I was super surprised to learn that as well. I wasn‘t very involved in music when that game was first released (I was 11) - I remember believing that that track was totally live, and absolutely loved it (still love it). Great example!


----------



## jason3.14 (Dec 25, 2020)

That's totally one of my favorite tracks too! I used to always love playing the piano version. I'd never heard the demo track before though, nice. Sorry that my earlier link post came across embedded - I edited it to include the original google docs link if you wanted to view it more easily.


----------



## jezjez (Dec 26, 2020)

Oh awesome i didn't know about that site with plugins used by composers, pretty good resource!
So i won't go through it line by line, there is a fair bit on his writing process for Attack on titan, some stuff on recording and hardware, and a section where the magazine tries to make a 'Sawano-style' track, but the main points about samples are these.

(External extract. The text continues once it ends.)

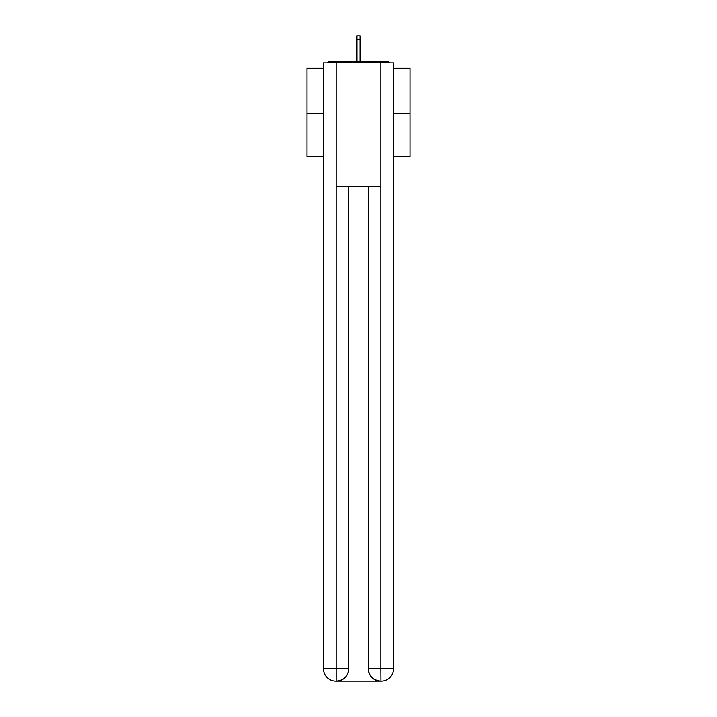 <?xml version="1.0" encoding="UTF-8"?>
<svg xmlns="http://www.w3.org/2000/svg" width="717" height="717" viewBox="0 0 717 717"><rect width="100%" height="100%" fill="white"/><g stroke="black" fill="none" stroke-linecap="round" stroke-linejoin="round"><path stroke-width="1.08" d="M393.534 68.205L410.025 68.205L410.025 156.629L393.534 156.629M323.466 113.34L306.975 113.34L306.975 156.629L323.466 156.629M306.975 113.34L306.975 68.205L323.466 68.205M410.025 113.34L393.534 113.34M389.967 62.845A3.092 3.092 0 0 0 387.664 61.814L329.336 61.814A3.092 3.092 0 0 0 327.033 62.845M387.664 61.814L374.579 61.814M342.421 61.814L329.336 61.814M335.825 681.15A12.368 12.368 0 0 1 323.466 668.782L348.713 668.782L348.713 186.51L348.713 668.782A12.368 12.368 0 0 1 336.345 681.15L335.825 681.15A12.368 12.368 0 0 1 323.466 668.782L323.466 62.845L336.139 62.845L336.139 186.51L380.861 186.51L380.861 62.845L336.139 62.845M380.861 62.845L393.534 62.845L393.534 668.782A12.368 12.368 0 0 1 381.175 681.15L380.655 681.15A12.368 12.368 0 0 1 368.287 668.782L368.287 186.51L368.287 668.782C368.923 676.068 373.037 680.191 380.655 681.15L336.345 681.15C343.99 680.352 348.112 676.23 348.713 668.782M368.287 668.782L380.861 668.782L380.96 681.15M336.139 186.51L336.139 681.15M360.042 39.659L356.958 39.659L356.958 35.85L360.042 35.85L360.042 61.814M356.958 39.659L356.958 61.814M380.861 186.51L380.861 668.782L393.534 668.782"/></g></svg>

For strings he uses two libraries layered together, used to be LASS + Hollywood strings, more recently LASS and 8Dio Majestica. He feels LASS has more of a dry sound and Majestica provides more of the ambience. 
He spends time making his mockups good quality as even though he records live instruments later on, he'll usually blend them with samples to get a bigger sound. For example for rockish tracks he'll layer in samples from Damage over the kick and snare and then add some more processing on top of that. He likes that Damage has to a lot of noisy/dirty sounds and that the tails on the snares sound big and 'hollywood-ish'. For hihats he usually layers at least 2 sounds using libraries such as Stylus RMX. For guitar he just uses the stock Logic samples through Guitar Rig since they'll be replaced later but he also says that recent guitar libraries can work well blended with real guitars too.
He credits Hans Zimmer as the inspiration for him blending orchestra and sample/synth sounds in his tracks. He read an interview with Hans where he was talking about why when you see an orchestra live there's so much power but when you listen to the same music at home you don't get that same impact. In order to recreate the same impact as a live performance on a recording, he uses samples and synths to augment the sound.
For piano since it'll usually be replaced by a live piano he just uses a Kontakt piano. When he does want to use a realistic sounding plugin piano he'll use the 8Dio Steinway one blended with a Komplete grand piano. When he wants something more synthetic sounding he often blends a realistic sounding plugin with a reverberant grand piano from Omnisphere.


----------



## jason3.14 (Dec 26, 2020)

Hmm, even with the links I posted, your description is still quite helpful regarding his methods, so thanks a lot!



jezjez said:


> For strings he uses two libraries layered together, used to be LASS + Hollywood strings, more recently LASS and 8Dio Majestica. He feels LASS has more of a dry sound and Majestica provides more of the ambience.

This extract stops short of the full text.